One vote, Per share. Benefits larger investor.

Example- 100 shares and Three BOD are needed to vote- 100, 100, 100

22
Q

Cumulative Voting

A

Stockholders allocate their votes in any matter they choose. Benefits the smaller investor!
Example- 100 Shares and Three BOD- 75, 50, 175

23
Q

Risk of owning a stock

A

Market risk, Decreased or no dividend income, low priority at dissolution (if a company enters bankruptcy, bonds and preferred stocks have priority paid out before all residual funds are paid to common shareholders).

24
Q

Stock Rights

A

A rights offering allows stockholders to purchase common stock below the current market price.

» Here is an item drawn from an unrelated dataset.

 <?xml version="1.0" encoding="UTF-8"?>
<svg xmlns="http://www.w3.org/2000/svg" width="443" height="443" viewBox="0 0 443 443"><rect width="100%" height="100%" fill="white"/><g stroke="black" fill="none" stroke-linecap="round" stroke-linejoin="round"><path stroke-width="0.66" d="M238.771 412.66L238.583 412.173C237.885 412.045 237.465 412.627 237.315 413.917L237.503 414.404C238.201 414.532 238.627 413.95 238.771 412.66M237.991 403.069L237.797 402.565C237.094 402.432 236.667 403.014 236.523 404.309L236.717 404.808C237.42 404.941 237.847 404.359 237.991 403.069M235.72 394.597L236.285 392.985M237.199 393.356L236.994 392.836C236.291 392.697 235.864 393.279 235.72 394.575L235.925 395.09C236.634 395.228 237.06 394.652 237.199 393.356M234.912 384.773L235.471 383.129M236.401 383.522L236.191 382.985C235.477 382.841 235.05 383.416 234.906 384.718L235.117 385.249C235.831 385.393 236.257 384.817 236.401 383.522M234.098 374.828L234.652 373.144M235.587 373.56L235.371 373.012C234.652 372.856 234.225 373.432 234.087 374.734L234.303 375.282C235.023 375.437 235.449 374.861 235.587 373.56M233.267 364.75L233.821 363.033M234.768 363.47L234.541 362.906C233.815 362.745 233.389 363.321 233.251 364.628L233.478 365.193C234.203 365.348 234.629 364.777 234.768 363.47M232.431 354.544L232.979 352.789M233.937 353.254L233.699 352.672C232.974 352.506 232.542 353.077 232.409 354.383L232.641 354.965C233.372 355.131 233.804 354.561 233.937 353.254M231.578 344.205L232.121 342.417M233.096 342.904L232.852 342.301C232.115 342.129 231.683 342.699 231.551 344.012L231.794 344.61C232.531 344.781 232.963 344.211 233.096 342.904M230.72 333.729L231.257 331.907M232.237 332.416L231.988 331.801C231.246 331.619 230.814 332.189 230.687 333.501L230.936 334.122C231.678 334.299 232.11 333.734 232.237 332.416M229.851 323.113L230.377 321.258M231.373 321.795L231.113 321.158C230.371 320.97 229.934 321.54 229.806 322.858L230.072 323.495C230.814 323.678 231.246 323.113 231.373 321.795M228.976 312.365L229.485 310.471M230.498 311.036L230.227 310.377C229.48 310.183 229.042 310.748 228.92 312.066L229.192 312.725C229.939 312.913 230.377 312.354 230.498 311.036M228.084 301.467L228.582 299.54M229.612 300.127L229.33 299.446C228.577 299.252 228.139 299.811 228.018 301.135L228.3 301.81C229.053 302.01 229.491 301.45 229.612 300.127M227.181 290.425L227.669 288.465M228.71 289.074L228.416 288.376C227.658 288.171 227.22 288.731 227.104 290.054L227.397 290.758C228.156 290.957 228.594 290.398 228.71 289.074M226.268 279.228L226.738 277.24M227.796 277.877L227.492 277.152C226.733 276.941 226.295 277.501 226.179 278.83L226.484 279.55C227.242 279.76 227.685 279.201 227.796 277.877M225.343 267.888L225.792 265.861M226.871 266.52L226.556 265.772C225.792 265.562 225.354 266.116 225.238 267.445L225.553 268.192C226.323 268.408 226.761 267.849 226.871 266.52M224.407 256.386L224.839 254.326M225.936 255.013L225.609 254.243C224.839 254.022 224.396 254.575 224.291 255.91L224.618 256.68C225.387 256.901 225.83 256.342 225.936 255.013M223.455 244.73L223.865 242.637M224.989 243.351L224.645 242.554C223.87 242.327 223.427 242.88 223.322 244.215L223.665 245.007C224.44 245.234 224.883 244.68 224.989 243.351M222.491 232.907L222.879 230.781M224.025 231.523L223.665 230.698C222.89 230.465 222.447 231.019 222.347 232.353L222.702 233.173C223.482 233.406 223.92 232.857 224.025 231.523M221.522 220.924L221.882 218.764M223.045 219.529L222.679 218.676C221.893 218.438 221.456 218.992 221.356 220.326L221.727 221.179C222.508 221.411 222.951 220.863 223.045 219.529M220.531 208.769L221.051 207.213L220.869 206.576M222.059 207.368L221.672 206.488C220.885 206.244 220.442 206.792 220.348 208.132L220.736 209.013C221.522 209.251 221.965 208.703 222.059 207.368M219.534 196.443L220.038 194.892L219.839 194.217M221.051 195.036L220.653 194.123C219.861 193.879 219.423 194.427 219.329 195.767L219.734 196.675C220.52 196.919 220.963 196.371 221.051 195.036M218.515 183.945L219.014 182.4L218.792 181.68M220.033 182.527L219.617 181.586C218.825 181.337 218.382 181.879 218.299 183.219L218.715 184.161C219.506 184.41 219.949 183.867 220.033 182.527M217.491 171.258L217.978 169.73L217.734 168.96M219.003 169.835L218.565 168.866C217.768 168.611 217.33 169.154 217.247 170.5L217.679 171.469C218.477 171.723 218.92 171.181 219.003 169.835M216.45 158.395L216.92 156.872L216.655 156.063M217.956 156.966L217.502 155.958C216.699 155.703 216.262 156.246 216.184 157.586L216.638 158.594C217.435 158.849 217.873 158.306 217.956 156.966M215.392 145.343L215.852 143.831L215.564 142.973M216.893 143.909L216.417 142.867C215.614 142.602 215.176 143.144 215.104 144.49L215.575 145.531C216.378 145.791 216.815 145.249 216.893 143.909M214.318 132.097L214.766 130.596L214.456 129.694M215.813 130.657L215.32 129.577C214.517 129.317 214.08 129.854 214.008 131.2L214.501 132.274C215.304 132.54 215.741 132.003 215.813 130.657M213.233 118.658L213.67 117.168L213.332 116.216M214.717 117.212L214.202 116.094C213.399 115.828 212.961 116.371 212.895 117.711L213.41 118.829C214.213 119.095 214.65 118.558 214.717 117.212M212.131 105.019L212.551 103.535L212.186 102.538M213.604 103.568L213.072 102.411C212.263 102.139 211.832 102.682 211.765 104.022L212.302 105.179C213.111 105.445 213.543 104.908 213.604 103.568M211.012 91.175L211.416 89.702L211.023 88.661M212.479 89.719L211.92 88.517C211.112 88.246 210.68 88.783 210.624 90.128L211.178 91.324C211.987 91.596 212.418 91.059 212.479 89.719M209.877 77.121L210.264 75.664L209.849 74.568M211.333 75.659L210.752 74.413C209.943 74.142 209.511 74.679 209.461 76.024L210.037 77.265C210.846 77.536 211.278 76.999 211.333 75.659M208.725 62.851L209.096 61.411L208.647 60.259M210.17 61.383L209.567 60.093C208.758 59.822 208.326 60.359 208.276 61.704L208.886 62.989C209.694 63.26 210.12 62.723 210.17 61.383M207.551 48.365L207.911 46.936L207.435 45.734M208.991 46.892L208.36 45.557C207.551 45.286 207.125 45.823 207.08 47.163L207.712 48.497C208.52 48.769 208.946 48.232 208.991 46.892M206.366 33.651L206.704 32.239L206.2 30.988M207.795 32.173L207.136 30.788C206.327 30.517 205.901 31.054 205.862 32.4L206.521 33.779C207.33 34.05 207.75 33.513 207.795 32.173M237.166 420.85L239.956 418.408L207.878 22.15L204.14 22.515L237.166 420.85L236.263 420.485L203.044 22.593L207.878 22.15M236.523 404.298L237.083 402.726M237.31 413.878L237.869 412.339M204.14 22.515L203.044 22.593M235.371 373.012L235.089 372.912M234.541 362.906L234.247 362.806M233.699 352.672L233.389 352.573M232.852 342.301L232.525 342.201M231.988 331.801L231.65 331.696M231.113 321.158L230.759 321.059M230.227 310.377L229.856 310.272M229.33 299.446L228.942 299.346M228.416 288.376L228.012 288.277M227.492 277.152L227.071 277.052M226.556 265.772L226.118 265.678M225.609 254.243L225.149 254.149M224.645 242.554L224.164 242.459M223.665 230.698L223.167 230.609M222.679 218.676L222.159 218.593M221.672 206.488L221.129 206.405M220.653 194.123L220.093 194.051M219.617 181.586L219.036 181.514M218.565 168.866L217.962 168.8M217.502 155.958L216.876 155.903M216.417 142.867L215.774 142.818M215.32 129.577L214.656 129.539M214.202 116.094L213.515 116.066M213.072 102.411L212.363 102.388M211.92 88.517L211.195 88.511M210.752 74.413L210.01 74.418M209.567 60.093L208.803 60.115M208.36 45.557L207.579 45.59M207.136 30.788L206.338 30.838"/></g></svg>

Short term- Are valued separately from the stock and trade in the secondary market for a certain amount of time. Expire 3-4 weeks after issued.

25
Q

A stockholder who received the rights may…

A

Exercise the rights to buy stock by sending the rights certificates and check to the rights agent, sell the rights for profit, OR let the rights expire and lose their value.

26
Q

Warrants

A

Long Term- bundled with other securities, allows someone to purchase shares at a price that is above the current market value at the time the warrants were issued.

27
Q

Rule 144

A

Outlines the sales of restricted or unrestricted securities. Regulates transactions in securities held by controlling or majority shareholders.

28
Q

Restricted Stock

A

May not be sold until they have been held fully paid for six months before selling shares, restriction must be removed. (Stock will have a stamp on the certificate saying “restricted”, this is called legend)

29
Q

Control Stock

A

Owned by directors, officers, or persons who own or control 10% or more of the issuers voting stock.

30
Q

Form 144

A

Control person, affiliate, wants to sell shares they must complete Form 144 in which will determine how many shares they may sell over a 90-day period.

31
Q

Volume limitation under the Rule 144

A

are the GREATER of 1% of the outstanding shares of the company OR the average of weekly trading over the most recent 4 weeks.

32
Q

American Depositary Receipts (ADRs)

A

Its an equity security to simplify foreign investing for Americans.

33
Q

ADRs Ease of use

A

ADRs are not listed on the NYSE or Nasdaq but may be made over the counter, purchases are also made in U.S Dollars. *Helps foreign companies attract U.S Investors

34
Q

ADR Taxation

A

The amount of tax withheld by the foreign gov is applied as a credit to the investors US tax liability

35
Q

ADR Currency and political risk

A

ADRs are issued and pay out in US dollars to avoid currency exchange. The company pays out dividends in its home currency and the issuing bank converts it in to dollars for dividend pay out. Currency changes and so does the dividend.

36
Q

Preferred Stocks

A

Fixed rate of return. It is also identified by its annual dividend payment stated as a percentage of its par value. No voting rights and No preemptive rights.

37
Q

Benefits of owning a preferred stock

A

Dividend preference over common shareholders. If a corporations goes bankrupt preferred stocks gets priority claim on the assets remaining after creditors have been paid.

38
Q

Risk of owning a preferred stock

A

Purchasing power risk (fixed income produced will not purchase as much in the future as it does today), Interest rate sensitivity (Interest rate rise, the value of preferred shared declines), Decreased or no dividend income (dividend percentage is fixed but not guaranteed to be paid out), Priority dissolution (Preferred shares are paid behind all creditors)

39
Q

Preferred Stock- Straight (noncumulative)

A

Missed payments are not paid out to the holders.

40
Q

Preferred Stock- Cumulative

A

If dividend payments have been missed or suspended, the dividend owed must be paid out to cumulative first.

41
Q

Preferred Stock- Callable

A

Company can buy back from investors at a pre-set price. (think of refinancing a mortgage), typically done when interest rate falls.

42
Q

Preferred Stock- Convertible

A

convert to common stock for capital gain potential

43
Q

Preferred Stock- Adjustable Rate

A

tied to the rates of other interest rates benchmarks, Treasury Bills and money markets. (Least preferred)

44
Q

Preferred Stocks- Participating Preferreds

A

offers owners a share of corporate profits that remains after all dividend and interest are paid.